Lines to return, exactly: from the line with "player.hitbox.position.x = 0" to the line with "-@onready var attack_rest: Timer" in the entries below, both included.

[ENTRIES SHOWN]

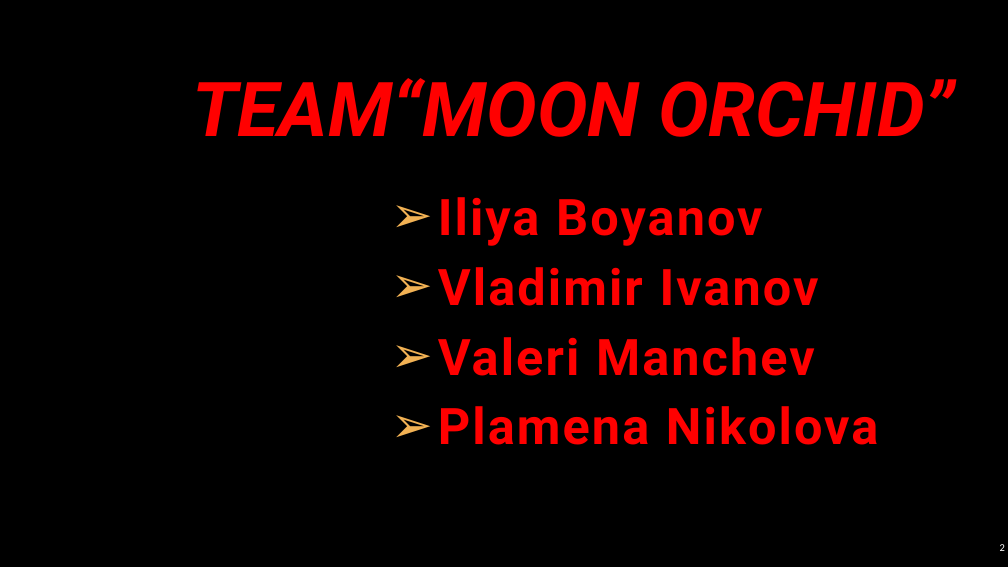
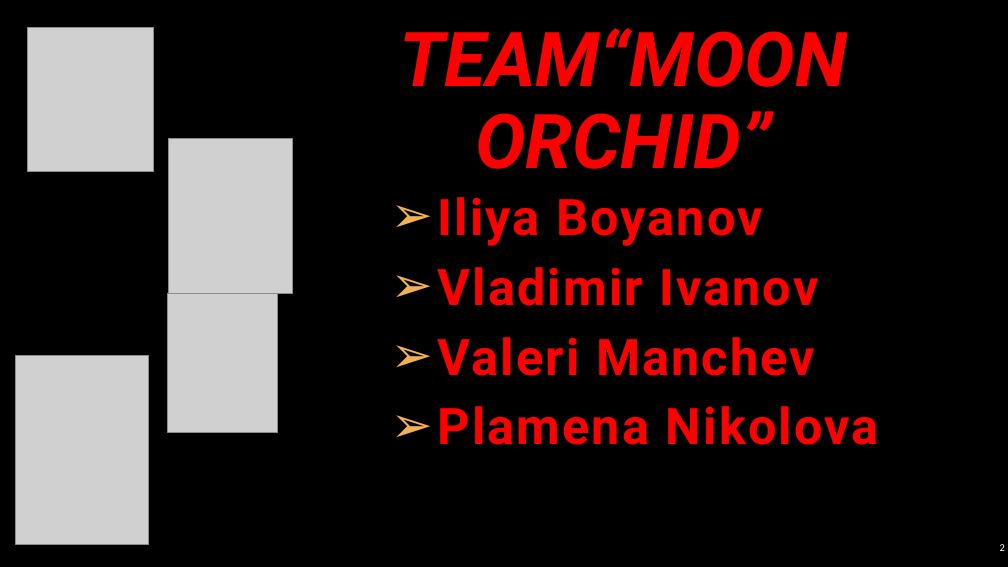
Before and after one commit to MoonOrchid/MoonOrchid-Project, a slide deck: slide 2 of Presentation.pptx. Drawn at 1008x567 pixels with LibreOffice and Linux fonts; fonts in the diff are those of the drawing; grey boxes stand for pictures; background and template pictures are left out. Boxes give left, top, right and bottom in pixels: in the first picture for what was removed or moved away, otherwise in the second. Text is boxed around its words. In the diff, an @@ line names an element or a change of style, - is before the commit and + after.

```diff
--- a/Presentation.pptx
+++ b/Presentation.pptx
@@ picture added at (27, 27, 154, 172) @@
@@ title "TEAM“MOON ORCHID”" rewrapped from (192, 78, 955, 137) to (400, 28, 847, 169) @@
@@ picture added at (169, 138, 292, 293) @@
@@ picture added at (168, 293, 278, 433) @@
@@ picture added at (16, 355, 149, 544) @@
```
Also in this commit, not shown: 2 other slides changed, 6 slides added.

[/ENTRIES SHOWN]
[ENTRIES SHOWN]

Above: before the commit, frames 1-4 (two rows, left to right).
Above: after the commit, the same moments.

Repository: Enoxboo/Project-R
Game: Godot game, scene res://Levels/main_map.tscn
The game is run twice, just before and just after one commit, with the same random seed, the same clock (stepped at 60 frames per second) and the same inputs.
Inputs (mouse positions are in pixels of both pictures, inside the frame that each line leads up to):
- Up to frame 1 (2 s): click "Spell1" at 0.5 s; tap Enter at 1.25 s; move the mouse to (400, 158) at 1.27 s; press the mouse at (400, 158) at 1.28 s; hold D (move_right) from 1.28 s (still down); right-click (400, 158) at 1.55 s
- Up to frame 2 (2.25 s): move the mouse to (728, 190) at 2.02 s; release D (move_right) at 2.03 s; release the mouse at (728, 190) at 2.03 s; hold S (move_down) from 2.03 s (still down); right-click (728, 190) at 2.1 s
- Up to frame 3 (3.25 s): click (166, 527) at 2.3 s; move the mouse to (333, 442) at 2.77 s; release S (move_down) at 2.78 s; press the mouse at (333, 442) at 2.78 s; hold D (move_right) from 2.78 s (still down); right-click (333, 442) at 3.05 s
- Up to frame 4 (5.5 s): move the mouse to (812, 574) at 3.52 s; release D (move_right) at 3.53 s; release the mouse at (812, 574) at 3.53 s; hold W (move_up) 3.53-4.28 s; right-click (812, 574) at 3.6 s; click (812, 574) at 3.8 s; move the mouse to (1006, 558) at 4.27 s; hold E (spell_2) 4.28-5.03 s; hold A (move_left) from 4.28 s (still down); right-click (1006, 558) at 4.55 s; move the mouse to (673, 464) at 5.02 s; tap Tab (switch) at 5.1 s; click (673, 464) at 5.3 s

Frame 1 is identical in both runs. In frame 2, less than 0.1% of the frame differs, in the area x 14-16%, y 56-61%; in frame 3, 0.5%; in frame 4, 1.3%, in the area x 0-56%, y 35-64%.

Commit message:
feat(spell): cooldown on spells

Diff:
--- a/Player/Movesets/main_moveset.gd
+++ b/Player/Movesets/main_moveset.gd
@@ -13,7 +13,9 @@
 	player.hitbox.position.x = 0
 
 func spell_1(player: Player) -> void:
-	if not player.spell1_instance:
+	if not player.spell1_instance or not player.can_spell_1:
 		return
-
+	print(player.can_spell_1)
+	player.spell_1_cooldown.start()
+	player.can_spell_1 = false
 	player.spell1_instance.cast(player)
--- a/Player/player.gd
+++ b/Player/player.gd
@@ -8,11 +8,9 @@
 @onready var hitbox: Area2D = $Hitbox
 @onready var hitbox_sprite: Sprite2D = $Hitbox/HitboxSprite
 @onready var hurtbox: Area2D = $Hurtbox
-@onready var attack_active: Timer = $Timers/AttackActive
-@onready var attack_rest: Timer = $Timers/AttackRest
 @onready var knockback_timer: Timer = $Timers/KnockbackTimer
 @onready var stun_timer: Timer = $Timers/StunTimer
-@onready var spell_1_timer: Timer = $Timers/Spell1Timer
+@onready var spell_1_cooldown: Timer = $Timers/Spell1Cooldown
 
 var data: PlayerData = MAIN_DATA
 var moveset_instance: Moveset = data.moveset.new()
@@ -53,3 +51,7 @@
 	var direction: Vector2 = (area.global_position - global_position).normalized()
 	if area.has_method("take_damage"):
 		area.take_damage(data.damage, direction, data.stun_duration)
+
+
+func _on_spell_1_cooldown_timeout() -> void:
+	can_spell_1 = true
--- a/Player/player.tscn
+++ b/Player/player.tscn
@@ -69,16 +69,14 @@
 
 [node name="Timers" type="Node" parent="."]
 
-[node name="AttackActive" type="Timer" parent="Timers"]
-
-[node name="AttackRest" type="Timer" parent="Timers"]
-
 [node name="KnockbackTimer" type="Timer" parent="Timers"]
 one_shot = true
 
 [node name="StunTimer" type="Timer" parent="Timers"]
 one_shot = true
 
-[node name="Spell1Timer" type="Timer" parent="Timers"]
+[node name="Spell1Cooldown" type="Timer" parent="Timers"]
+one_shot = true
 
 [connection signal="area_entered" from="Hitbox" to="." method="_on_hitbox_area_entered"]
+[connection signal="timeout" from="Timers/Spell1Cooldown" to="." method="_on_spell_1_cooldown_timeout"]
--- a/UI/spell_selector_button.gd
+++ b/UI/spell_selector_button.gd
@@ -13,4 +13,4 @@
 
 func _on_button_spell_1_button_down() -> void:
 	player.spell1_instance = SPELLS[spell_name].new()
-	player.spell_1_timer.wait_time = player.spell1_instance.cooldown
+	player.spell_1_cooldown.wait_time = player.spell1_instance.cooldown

[/ENTRIES SHOWN]

> **RESPONSE**:
 	player.hitbox.position.x = 0
 
 func spell_1(player: Player) -> void:
-	if not player.spell1_instance:
+	if not player.spell1_instance or not player.can_spell_1:
 		return
-
+	print(player.can_spell_1)
+	player.spell_1_cooldown.start()
+	player.can_spell_1 = false
 	player.spell1_instance.cast(player)
--- a/Player/player.gd
+++ b/Player/player.gd
@@ -8,11 +8,9 @@
 @onready var hitbox: Area2D = $Hitbox
 @onready var hitbox_sprite: Sprite2D = $Hitbox/HitboxSprite
 @onready var hurtbox: Area2D = $Hurtbox
-@onready var attack_active: Timer = $Timers/AttackActive
-@onready var attack_rest: Timer = $Timers/AttackRest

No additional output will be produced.